Recommended Presentation Changes:

Introduction:
- Line 43: Every time you refer to a strain of bacteria, like E. coli, you should write the strain name in italics.
- I really appreciated how you described the rationale of your study (particularly, lines 42-46). However, eiRxiv and journals like JEI accept "hypothesis-driven research". I suggest that you include a hypothesis in your introduction and in your Summary (such as how many transcriptional biosensors you will be able to develop, which molecules you will be able to find TF-promoters for, etc.). The eiRxiv submission guide and manuscript template includes descriptions on how and where to incorporate a hypothesis. In this way, throughout your article you can show how you either "proved" or "disproved" your hypothesis!
- I think it would be helpful to add more of a discussion about WHY you want to use E. coli or TF-promoters in biosensors, and how that would work in the "real world".
- When you describe your selected molecules (Lines 60-83), I would suggest that you group them by impact rather than just a sentence per molecule listing their importance.

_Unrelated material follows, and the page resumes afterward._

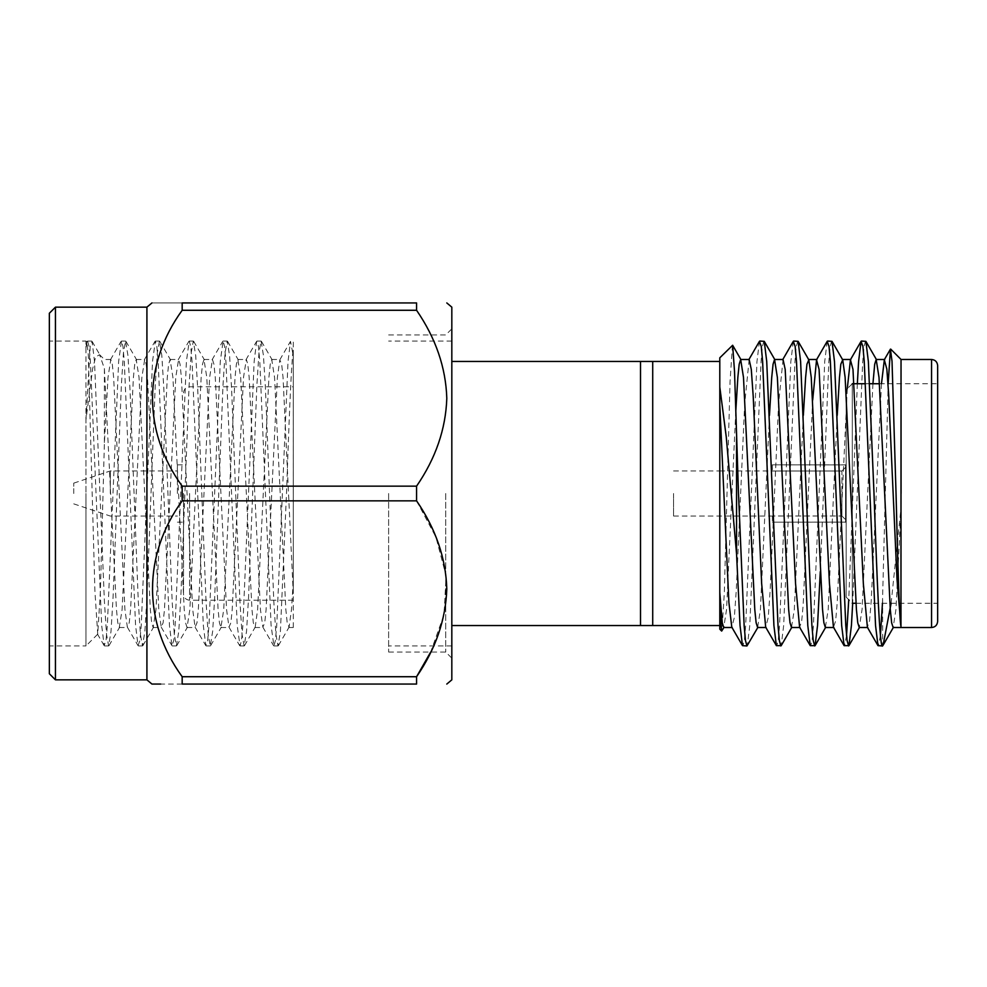 <?xml version="1.0" encoding="UTF-8"?>
<svg xmlns="http://www.w3.org/2000/svg" width="987" height="987" viewBox="0 0 987 987"><rect width="100%" height="100%" fill="white"/><g stroke="black" fill="none" stroke-linecap="round" stroke-linejoin="round"><path stroke-width="0.74" stroke-dasharray="4.93 3.7" d="M183.508 493.5L183.508 594.112L183.508 493.5M451.824 361.452L451.824 341.046L451.824 361.452L640.514 361.452L640.514 625.548L451.824 625.548L451.824 645.954L451.824 625.548M388.631 493.5L388.631 652.049L388.631 493.5M293.275 580.911L291.498 609.559L289.08 627.152L287.192 622.785L285.848 609.559L274.559 377.441L271.733 359.49L270.253 364.215L268.908 377.441L257.619 609.559L255.201 627.152L253.314 622.785L251.969 609.559L240.68 377.441L237.855 359.49L236.374 364.215L235.029 377.441L223.741 609.559L220.915 627.51L219.435 622.785L218.09 609.559L206.801 377.441L203.976 359.49L202.495 364.215L201.163 377.441L189.862 609.559L187.036 627.51L185.556 622.785L184.224 609.559L172.922 377.441L170.097 359.49L168.617 364.215L167.284 377.441L155.983 609.559L153.158 627.51L151.677 622.785L150.345 609.559L139.044 377.441L136.218 359.49L134.738 364.215L133.405 377.441L122.104 609.559L119.279 627.51L117.798 622.785L116.466 609.559L104.388 368.509L99.564 354.678L95.628 357.06L92.63 368.867L85.943 419.931L85.943 493.5L85.943 341.046L85.943 347.683L87.584 341.046L89.077 346.425L90.409 361.476L101.698 625.524L104.166 645.646L106.016 640.575L107.349 625.524L118.637 361.476L121.463 341.046L122.956 346.425L124.288 361.476L135.577 625.524L138.044 645.646L139.895 640.575L141.227 625.524L152.516 361.476L155.341 341.046L156.822 346.425L158.167 361.476L169.456 625.524L171.923 645.646L173.761 640.575L175.106 625.524L186.395 361.476L189.22 341.046L190.701 346.425L192.046 361.476L203.334 625.524L205.802 645.646L207.64 640.575L208.985 625.524L220.274 361.476L223.099 341.046L224.58 346.425L225.924 361.476L237.213 625.524L240.038 645.954L241.519 640.575L242.864 625.524L254.152 361.476L256.62 341.354L258.458 346.425L259.803 361.476L271.092 625.524L273.917 645.954L275.398 640.575L276.742 625.524L288.031 361.476L290.499 341.354L293.275 355.739L293.25 348.534L293.275 593.569L283.035 377.441L281.69 364.215L279.802 359.848L277.384 377.441L266.095 609.559L264.75 622.785L262.863 627.152L260.445 609.559L249.156 377.441L247.811 364.215L246.331 359.49L243.505 377.441L232.216 609.559L230.872 622.785L228.984 627.152L226.566 609.559L215.277 377.441L213.932 364.215L212.452 359.49L209.626 377.441L198.338 609.559L196.993 622.785L195.105 627.152L192.687 609.559L181.398 377.441L180.053 364.215L178.573 359.49L175.748 377.441L164.459 609.559L163.114 622.785L161.226 627.152L158.808 609.559L147.519 377.441L146.175 364.215L144.694 359.49L141.869 377.441L130.58 609.559L129.235 622.785L127.348 627.152L124.93 609.559L113.641 377.441L112.296 364.215L110.815 359.49L107.99 377.441L104.388 443.336L100.403 591.065L97.725 634.172L85.943 645.954L85.943 493.5L85.943 645.954L49.35 645.954L49.35 493.5L49.35 645.954M85.943 419.931L90.212 346.425L92.062 341.354L94.518 361.476L104.4 601.305L106.522 634.345L108.632 645.954L111.013 631.384L113.049 597.801L121.339 385.695L123.461 352.655L125.571 341.046L127.952 355.616L129.988 389.199L138.279 601.305L140.401 634.345L142.51 645.954L144.892 631.384L146.927 597.801L155.218 385.695L157.34 352.655L159.45 341.046L161.831 355.616L163.867 389.199L172.157 601.305L174.28 634.345L176.389 645.954L178.77 631.384L180.806 597.801L189.097 385.695L191.219 352.655L193.329 341.046L195.71 355.616L197.733 389.199L206.036 601.305L208.158 634.345L210.268 645.954L212.649 631.384L214.672 597.801L222.976 385.695L225.098 352.655L227.207 341.046L229.589 355.616L231.612 389.199L239.915 601.305L242.037 634.345L244.147 645.954L246.528 631.384L248.551 597.801L256.854 385.695L258.976 352.655L261.086 341.046L263.467 355.616L265.491 389.199L273.794 601.305L275.916 634.345L278.026 645.954L280.407 631.384L286.501 493.5C288.747 429.098 291.005 367.485 293.25 348.534L293.275 341.058L290.857 341.046M49.35 673.751L49.35 313.249M85.943 347.683L86.955 342.082L88.299 354.851L94.925 591.386L97.725 634.172M293.275 493.5L293.275 386.781L293.275 493.5M55.445 307.154L55.445 679.846M146.915 307.154L146.915 679.846M182.176 310.276L416.576 310.276L416.576 302.935L182.176 302.935C142.646 302.935 142.646 302.935 182.176 302.935L182.176 310.276C142.535 364.882 142.77 431.911 182.176 486.159L182.176 500.841L416.576 500.841L416.576 486.159L182.176 486.159M177.413 493.5L177.413 464.84L177.413 493.5M451.824 307.154L451.824 679.846M416.576 310.276C435.686 338.085 445.754 367.349 446.803 398.082C445.865 428.79 435.785 458.153 416.576 486.159M110.334 493.5L110.334 470.935L110.334 493.5M73.741 493.5L73.741 483.137L73.741 493.5M445.729 493.5L445.729 652.049L445.729 493.5M719.794 629.188L719.794 357.812M640.514 625.548L652.715 625.548L652.715 361.452L652.715 493.5L652.715 361.452L640.514 361.452M841.911 471.009L845.575 467.344L845.575 522.098L772.389 522.16L845.575 522.098L845.575 464.902L772.389 464.84L845.575 464.902L845.575 522.098L845.575 467.344L841.911 471.009L772.389 471.009L841.911 471.009L841.911 493.5L841.911 471.009M841.911 515.991L841.911 493.5L841.911 515.991L772.389 515.991L841.911 515.991L845.575 519.655L841.911 515.991M772.389 515.991L772.389 522.098L772.389 515.991M673.566 493.5L673.566 516.065L673.566 493.5M846.18 393.431L846.18 597.172L846.18 389.828L852.274 383.733L852.274 603.267L852.274 383.733M937.65 621.428L937.65 365.572M901.057 626.905L901.008 493.5M882.452 603.267L888.177 383.733M857.345 383.733L848.746 599.738M865.537 341.046L864.044 346.425L862.712 361.476L852.682 603.267M759.435 341.354L756.967 361.476L745.678 625.524L744.334 640.575L742.853 645.954M763.901 341.046L762.42 346.425L761.076 361.476L749.787 625.524L747.319 645.646M793.301 341.354L790.846 361.476L779.557 625.524L778.212 640.575L776.732 645.954M797.78 341.046L796.299 346.425L794.954 361.476L783.666 625.524L781.198 645.646M827.18 341.354L824.725 361.476L813.436 625.524L812.091 640.575L810.611 645.954M831.659 341.046L830.178 346.425L828.833 361.476L820.283 571.683M846.538 635.48L844.49 645.954M732.416 345.191L730.047 381.772L724.322 592.792L721.929 630.977M881.477 383.733L871.151 601.91L869.572 620.675L867.388 627.152M847.265 388.755L837.173 603.119L835.631 621.008L833.484 627.152M812.683 400.056L803.122 605.426L801.654 621.637L799.593 627.152M783.049 359.49L778.595 403.523L770.168 590.349L768.244 617.554L765.69 627.152M749.158 359.49L744.704 403.523L736.277 590.349L734.34 617.554L731.799 627.152M891.125 603.267L901.069 507.355L895.949 609.559L893.124 627.51M872.927 383.733L862.07 609.559L859.245 627.51M837.223 415.317L828.192 609.559L825.366 627.51M803.344 415.317L794.313 609.559L791.488 627.51M769.465 415.317L760.434 609.559L757.609 627.51M735.808 410.937L726.555 609.559L723.73 627.51M880.416 635.48L878.368 645.954M882.637 599.64L882.637 645.893M937.65 493.5L937.65 383.733L937.65 493.5M846.18 493.5L846.18 464.84L846.18 493.5M845.575 464.902L845.575 467.344L845.575 464.902M772.389 464.902L772.389 471.009L772.389 464.902M719.794 493.5L719.794 592.41M719.794 550.906L719.794 500.68M182.176 684.065L182.176 676.724L416.576 676.724L416.576 684.065L160.671 684.065M416.576 500.841L435.946 537.175L446.087 575.766L444.039 614.543L430.677 652.049M182.176 500.841C142.535 555.447 142.77 622.464 182.176 676.724M293.275 627.522L293.275 355.739M104.388 368.509L104.388 443.336M189.603 493.5L189.603 600.219L189.603 493.5M931.555 359.478L931.555 627.522M293.275 600.219L189.603 600.219C185.926 599.825 183.89 597.801 183.508 594.112M451.824 341.046L388.631 341.046M278.026 645.954L273.917 645.954M244.147 645.954L240.038 645.954M210.268 645.954L206.16 645.954M176.389 645.954L172.281 645.954M142.51 645.954L138.402 645.954M108.632 645.954L104.523 645.954M261.086 341.046L256.978 341.046M227.207 341.046L223.099 341.046M193.329 341.046L189.22 341.046M159.45 341.046L155.341 341.046M125.571 341.046L121.463 341.046M91.692 341.046L87.584 341.046M86.967 342.07L85.943 341.046L49.35 341.046M183.508 392.888C183.89 389.199 185.926 387.175 189.603 386.781L293.275 386.781M177.413 464.84L183.508 464.84M73.741 483.137L110.334 470.935L177.413 470.935M388.631 652.049L445.729 652.049L451.824 658.144M673.566 516.065L772.389 516.065M772.389 522.16L846.18 522.16M846.18 597.172L852.274 603.267M855.988 603.267L937.65 603.267M865.513 383.733L869.621 383.733M879.442 383.733L937.65 383.733M772.389 464.84L846.18 464.84M673.566 470.935L719.794 470.935M719.807 470.935L772.389 470.935M388.631 334.951L445.729 334.951L451.824 328.856M73.741 503.863L110.334 516.065L177.413 516.065M177.413 522.16L183.508 522.16M279.802 359.848L290.499 341.354M262.863 627.152L273.559 645.646M245.923 359.848L256.62 341.354M228.984 627.152L239.681 645.646M212.045 359.848L222.741 341.354M195.105 627.152L205.802 645.646M178.166 359.848L188.862 341.354M161.226 627.152L171.923 645.646M144.287 359.848L154.984 341.354M127.348 627.152L138.044 645.646M110.408 359.848L121.105 341.354M104.166 645.646L97.466 634.073M87.226 341.354L86.745 342.181M288.673 627.51L293.275 627.51M271.733 359.49L280.209 359.49M254.794 627.51L263.27 627.51M237.855 359.49L246.331 359.49M220.915 627.51L229.391 627.51M203.976 359.49L212.452 359.49M187.036 627.51L195.512 627.51M170.097 359.49L178.573 359.49M153.158 627.51L161.634 627.51M136.218 359.49L144.694 359.49M119.279 627.51L127.755 627.51M110.815 359.49L104.388 359.49L99.564 354.678M92.062 341.354L100.501 355.962M108.989 645.646L119.698 627.152M125.929 341.354L136.638 359.848M142.868 645.646L153.577 627.152M159.808 341.354L170.517 359.848M176.747 645.646L187.456 627.152M193.686 341.354L204.395 359.848M210.626 645.646L221.335 627.152M227.565 341.354L238.274 359.848M244.505 645.646L255.201 627.152M261.444 341.354L272.141 359.848M278.383 645.646L289.08 627.152M451.824 645.954L388.631 645.954"/><path stroke-width="1.48" d="M719.794 361.452L652.715 361.452L652.715 625.548L640.514 625.548L640.514 361.452L451.824 361.452M55.445 307.154L49.35 313.249L49.35 673.751L55.445 679.846L55.445 307.154L146.915 307.154L151.936 302.935M55.445 679.846L146.915 679.846L146.915 307.154M182.176 486.159L182.176 500.841L416.576 500.841L416.576 486.159C435.686 458.35 445.754 429.086 446.803 398.353C445.865 367.645 435.785 338.282 416.576 310.276L182.176 310.276C142.77 364.536 142.535 431.553 182.176 486.159L416.576 486.159M416.576 310.276L416.576 302.935C456.13 302.935 456.13 302.935 416.576 302.935C456.13 302.935 456.13 302.935 416.576 302.935L182.176 302.935C142.646 302.935 142.646 302.935 182.176 302.935L182.176 310.276M446.803 684.065L451.824 679.846L451.824 307.154L446.803 302.935M937.65 365.572L937.65 621.428C937.255 625.166 935.22 627.189 931.555 627.522L931.555 359.478C935.22 359.811 937.255 361.834 937.65 365.572M901.069 493.5L901.032 359.478L900.958 626.387L896.998 579.172L888.732 395.355L886.844 369.101L884.34 359.848L881.477 383.733M888.177 383.733L890.434 349.188L892.026 361.328L896.036 493.5C897.714 561.356 899.416 621.156 900.958 626.387L901.057 627.51L893.124 627.51L891.643 622.785L890.299 609.559L879.01 377.441L876.185 359.49L874.704 364.215L872.927 383.733M891.125 603.267L883.118 645.153L882.477 645.954L877.998 645.646L875.543 625.524L864.242 361.476L862.909 346.425L861.059 341.354L858.604 361.476L857.345 383.733M882.637 645.893C879.725 650.902 876.888 575.964 874.001 493.5L868.363 361.476L865.895 341.354L861.429 341.046M736.549 438.759L736.549 553.892L740.028 625.524L742.495 645.646L746.962 645.954L745.481 640.575L744.136 625.524L738.498 493.5L734.525 371.433L732.65 345.265L719.794 357.812L719.794 386.953L726.235 436.76L736.549 553.892M791.895 627.152L781.198 645.646L776.374 645.646L773.907 625.524L762.618 361.476L761.273 346.425L759.435 341.354L748.738 359.848M780.84 645.954L779.36 640.575L778.015 625.524L766.726 361.476L764.259 341.354L759.793 341.046M820.283 571.683L817.544 625.524L815.077 645.646L810.241 645.646L807.785 625.524L796.497 361.476L795.152 346.425L793.301 341.354L782.617 359.836M814.719 645.954L813.239 640.575L811.894 625.524L800.605 361.476L798.138 341.354L793.671 341.046M852.682 603.267L851.423 625.524L848.956 645.646L844.119 645.646L841.664 625.524L830.375 361.476L829.031 346.425L827.18 341.354L816.496 359.823M848.598 645.954L847.105 640.575L845.773 625.524L834.484 361.476L832.016 341.354L827.55 341.046M758.016 627.152L746.962 645.954M848.746 599.738L846.538 635.48M719.794 608.954L719.794 629.188L721.67 631.075L719.794 608.954L719.794 550.906M724.137 627.152L721.67 631.075M867.388 627.152L863.341 583.477L852.99 369.446L850.436 359.848L847.265 388.755M844.119 645.646L833.435 627.177L829.438 583.477L819.087 369.446L816.545 359.848L812.683 400.056M799.593 627.152L795.547 583.477L785.196 369.446L783.049 359.49L774.548 359.49L773.068 364.215L771.723 377.441L769.465 415.317M776.374 645.646L765.678 627.164L761.643 583.477L753.229 396.651L751.292 369.446L749.158 359.49L740.669 359.49L739.189 364.215L737.844 377.441L735.808 410.937M742.495 645.646L731.786 627.152L728.887 602.378L719.794 404.83L719.794 592.41L722.25 622.785L723.73 627.51L732.206 627.51M867.795 627.51L859.245 627.51L857.765 622.785L856.42 609.559L845.131 377.441L842.713 359.848L840.825 364.215L839.481 377.441L837.223 415.317M833.904 627.51L825.366 627.51L823.886 622.785L822.541 609.559L811.252 377.441L808.834 359.848L806.947 364.215L805.602 377.441L803.344 415.317M800.001 627.51L791.488 627.51L790.007 622.785L788.662 609.559L777.374 377.441L774.548 359.49M766.109 627.51L757.609 627.51L756.128 622.785L754.784 609.559L743.495 377.441L740.669 359.49M719.794 386.953L719.794 404.83M882.452 603.267L880.416 635.48M846.18 389.828L846.18 393.431M719.794 500.68L719.794 493.5M652.715 361.452L640.514 361.452M640.514 625.548L451.824 625.548M430.677 652.049L416.576 676.724L182.176 676.724L182.176 684.065C142.646 684.065 142.646 684.065 182.176 684.065L416.576 684.065C456.13 684.065 456.13 684.065 416.576 684.065C456.13 684.065 456.13 684.065 416.576 684.065L416.576 676.724C435.686 648.915 445.754 619.651 446.803 588.918C445.865 558.21 435.785 528.847 416.576 500.841M160.671 684.065L151.936 684.065L146.915 679.846M182.176 676.724C142.535 622.118 142.77 555.089 182.176 500.841M852.274 603.267L855.988 603.267M901.032 359.478L931.555 359.478M901.045 359.465L890.669 349.09M884.747 359.49L876.185 359.49M850.843 359.49L842.306 359.49M816.952 359.49L808.427 359.49M884.266 359.811L890.422 349.176M867.326 627.189L877.998 645.646M850.387 359.823L861.059 341.354M799.556 627.164L810.241 645.646M893.531 627.152L883.118 645.153M876.592 359.848L865.895 341.354M859.652 627.152L848.956 645.646M842.713 359.848L832.016 341.354M825.774 627.152L815.077 645.646M808.834 359.848L798.138 341.354M774.955 359.848L764.259 341.354M741.077 359.848L732.65 345.265M901.057 627.522L931.555 627.522M852.274 383.733L865.513 383.733M869.621 383.733L879.442 383.733M719.794 625.548L652.715 625.548"/></g></svg>

I would suggest using sentences like the following:
  - "For example, Carbaryl (CAR, a man-made insecticide), 3-phenoxybenzoic acid (PBA, a degradation product of pyrethroid insecticides), phenylglyoxylic acid (PGA, a breakdown product of styrene, which is used to make plastics and rubber), [list the others with environmental impact here] are all considered environmental contaminants in high amounts, so development of biosensors for these molecules could help track pollution in the environment."
- It will also be helpful to give a quick summary of your conclusions in your introduction to give your audience a "teaser" for what you will share in your article. For example, this could include the success of your neural network or how many promoters that responded to your molecules of interest.
Results:
- When you present a given result, it is often helpful to describe why that result is important / the context of that result! For example, in Lines 100-105: Why did you expect a dose-dependent response? What is the importance of the fold increase? You want to make it clear to your audience (other students, like you!) what your results mean scientifically beyond just the "numbers". I would do this with each result -- present the "numbers", and then briefly describe what that means scientifically/biologically/in the larger context of your problem/project.
- As someone with less experience with machine learning, it is difficult for me to interpret what the field-specific language (for example, "epochs", "validation data line", "low loss", "overfitting", etc.) means, even though I read papers about machine learning relatively frequently! I would suggest taking some time to explain what these things mean for your audience, who may not have much experience with machine learning.
- Every time you name a gene, you should write the gene name in italics. This is just typical scientific convention -- an easy fix!
- In the modeling section, I would reiterate which molecules are paired with which DNA-TF pair.
- In the modeling section, you mention (Line 173-176) that the modeling helps your understanding of small molecule - protein interactions -- did you actually model the small molecules with the proteins? If not, I would clarify that here.
- In your last paragraph, you discuss the Nac transcription factor and PybcK. Why did you choose these two over any other promoters/transcription factors?
Discussion:
- Similar to the results section, I would suggest explaining complex jargon and providing a "bigger picture" outlook on your results. This will help the audience to understand the outcomes of your work!

Recommended Figure Changes:

Figure 7: Does this data have multiple replicates? If so, I would perform statistics to help prove that the DNA sequences improved metrics.
Table 1: Using a heatmap (a range of colors to show "smallest numbers" to "highest numbers") may help better display which hits were best!

A scientist with subject-specific expertise provided this feedback. Constructive feedback plays a key role in the scientific process because it allows researchers to learn from other scientists, be encouraged, and refine their ideas, research, and presentation.